I do have a very long list of RSS feeds that I pull from, and once tried to automate the creation of the initial WIR.

Let me give this one some more thought. I really appreciate the effort that the two of you are putting in to this.

alexcasalboni commented 7 years ago

@jeffbarr I think the best way would involve using a proper git flow and delegating the merge-task to each PR's author (who will have to keep his/her fork synced with your master repo). This probably means that a UI-only approach is not enough and the workflow would be a bit more complex for non-dev contributors.

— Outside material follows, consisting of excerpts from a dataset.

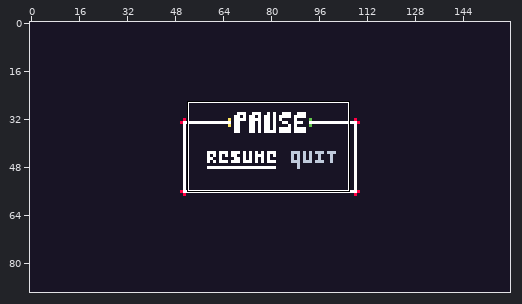
Two versions of one pixel-art file, Adumbration/Content/AsepriteFiles/pause.aseprite. Above: a wide view before the commit, with the close-up outlined.
Close-up. Before:
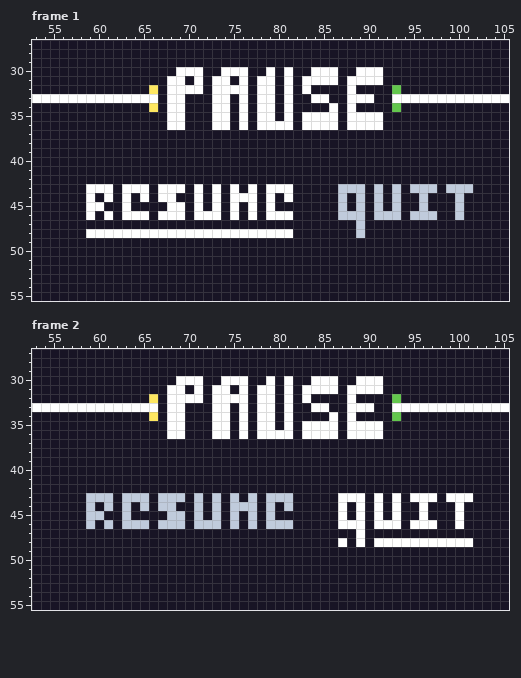
160x90 pixels, 2 frames. Shown: frame 1: x 53..105, y 27..55; frame 2: x 53..105, y 27..55.
And afterwards:
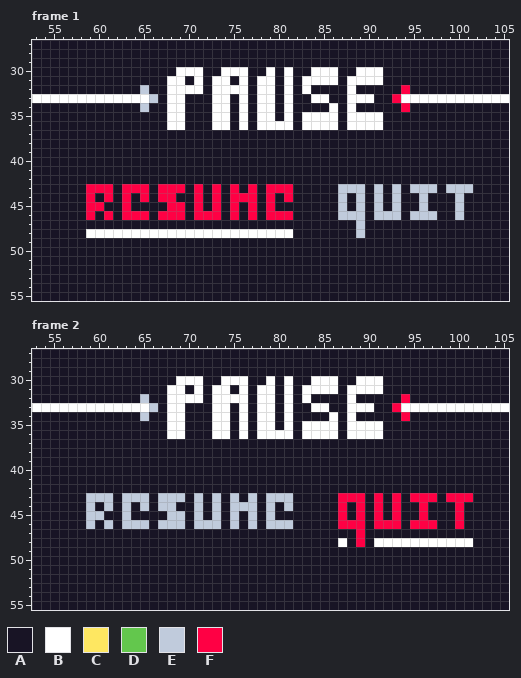
Palette (. is transparent): A #181425  B #ffffff  C #fee761  D #63c74d  E #c0cbdc  F #ff0044
Change:
Frame 1:
y 32: x 65..66 AC -> EA; x 93..94 DA -> AF
y 33: x 66 B -> E; x 93 B -> F
y 34: x 65..66 AC -> EA; x 93..94 DA -> AF
y 43: x 59..61 BBB -> FFF; x 63..65 BBB -> FFF; x 67..69 BBB -> FFF; x 71 B -> F; x 73 B -> F; x 75 B -> F; x 77 B -> F; x 79..81 BBB -> FFF
y 44: x 59 B -> F; x 61 B -> F; x 63 B -> F; x 65 B -> F; x 67..68 BB -> FF; x 71 B -> F; x 73 B -> F; x 75..77 BBB -> FFF; x 79 B -> F; x 81 B -> F
y 45: x 59..60 BB -> FF; x 63 B -> F; x 68..69 BB -> FF; x 71 B -> F; x 73 B -> F; x 75 B -> F; x 77 B -> F; x 79 B -> F
y 46: x 59 B -> F; x 61 B -> F; x 63..65 BBB -> FFF; x 67..69 BBB -> FFF; x 71..73 BBB -> FFF; x 75 B -> F; x 77 B -> F; x 79..81 BBB -> FFF
Frame 2:
y 32: x 65..66 AC -> EA; x 93..94 DA -> AF
y 33: x 66 B -> E; x 93 B -> F
y 34: x 65..66 AC -> EA; x 93..94 DA -> AF
y 43: x 87..89 BBB -> FFF; x 91 B -> F; x 93 B -> F; x 95..97 BBB -> FFF; x 99..101 BBB -> FFF
y 44..45: x 87 B -> F; x 89 B -> F; x 91 B -> F; x 93 B -> F; x 96 B -> F; x 100 B -> F
y 46: x 87..89 BBB -> FFF; x 91..93 BBB -> FFF; x 95..97 BBB -> FFF; x 100 B -> F
y 47..48: x 89 B -> F
Boxes around the changes in both close-ups, in picture pixels (x1, y1, x2, y2):
changed: (140, 85, 158, 112)
changed: (392, 85, 410, 112)
changed: (86, 184, 293, 220)
changed: (140, 394, 158, 421)
changed: (392, 394, 410, 421)
changed: (338, 493, 473, 547)

Another alternative could be changing the files/folders structure completely. For example, each new submission could be one independent file (contained in a folder related to a specific day-of-the-week) and you will be able to compose all the files together with a simple automation script (e.g. a gulp task or a custom shell/Python script). This flow would ensure no git conflicts, although it would make duplicates detection harder.

BackSpaceTech commented 7 years ago

It sounds to me like GitHub is not the best way to go. This is probably a job for DynamoDB. Create an app to:

I can volunteer to do this as an open source project if you wish.

rowanu commented 7 years ago

Sorry guys, I think most of the proposed solutions here are over-engineered for what is a HTML page - so I'm going to propose another one 😄

Could submissions be done in plain text (i.e. individual files or CSV) format, and use a static site generator (like Hugo) to convert it and take care of ordering, formatting, etc?

rjhintz commented 7 years ago

Just to mention that as long as we keep the Github method, we probably should have more details on how to use Git workflow, similar to the detailed instructions in Chef's Community Contributions page. This will reduce the stray commits and, perhaps, make merges easier.

I'm not advocating keeping the Github method forever, just to make the current process more clear for those that don't use Git for public projects regularly.